89 Kilobit über Glasfaser: Was Telekom-Kunden sehen, wenn Ihre Website hinter Cloudflare steht
Bekanntes Problem. Gibt es seit Jahren. Telekom und Vodafone bedienen laut dslweb.de Breitband-Report (Q3 2025) zusammen rund 80% der deutschen Festnetzanschlüsse – und bei beiden kommt Cloudflare-Traffic nur eingeschränkt an.
Was das für Ihre Website bedeutet
Egal wie schnell Ihr Server ist, egal wie optimiert Ihre Seite — wenn Besucher Telekom- oder Vodafone-Kunden sind und Ihre Site hinter einem kostenlosen Cloudflare-Account steht, ist die User Experience derzeit massiv beeinträchtigt.
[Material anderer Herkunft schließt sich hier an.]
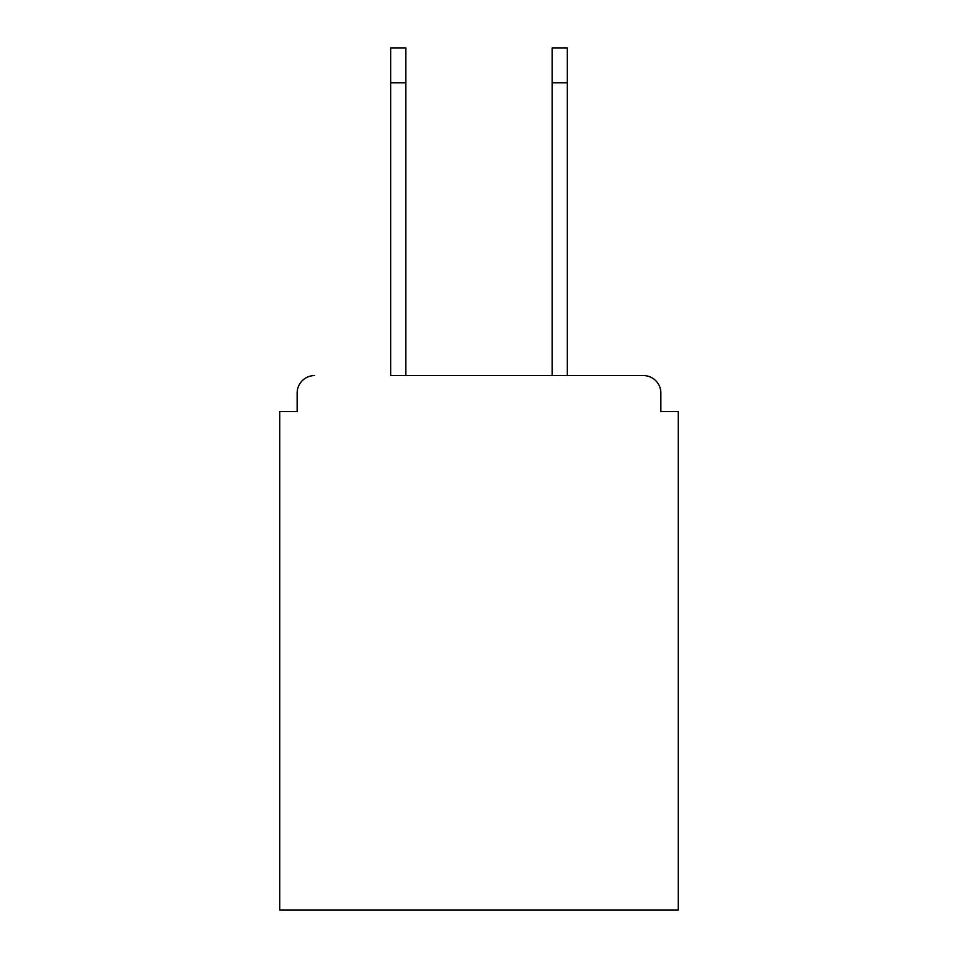 <?xml version="1.0" encoding="UTF-8"?>
<svg xmlns="http://www.w3.org/2000/svg" width="958" height="958" viewBox="0 0 958 958"><rect width="100%" height="100%" fill="white"/><g stroke="black" fill="none" stroke-linecap="round" stroke-linejoin="round"><path stroke-width="1.44" d="M660.852 411.605L660.852 393.008L660.852 411.605L678.288 411.605L678.288 910.1L279.712 910.1L279.712 411.605L297.148 411.605L297.148 393.008L297.148 411.605M390.684 82.759L390.684 47.9L405.797 47.9L405.797 82.759L390.684 82.759L390.684 375.584L643.417 375.584L567.316 375.584L567.316 82.759L552.203 82.759L552.203 47.9L567.316 47.9L567.316 82.759M314.583 375.584A17.436 17.436 0 0 0 297.148 393.008M660.852 393.008A17.436 17.436 0 0 0 643.417 375.584M552.203 82.759L552.203 375.584L405.797 375.584L405.797 82.759"/></g></svg>

Nutzer berichten in Foren und sozialen Medien von Ladezeiten im zweistelligen Sekundenbereich – bei Paketverlust von über 19% im Free-Plan wenig überraschend.
Für E-Commerce-Shops bedeutet das verlorene Conversions und abgebrochene Warenkörbe. Für Lead-Generierung: Besucher, die abspringen bevor das Formular geladen hat. Für SaaS: Nutzer, die Ihren Support anrufen weil die App „kaputt" ist. Google Core Web Vitals registrieren das — mit Auswirkungen auf das Ranking.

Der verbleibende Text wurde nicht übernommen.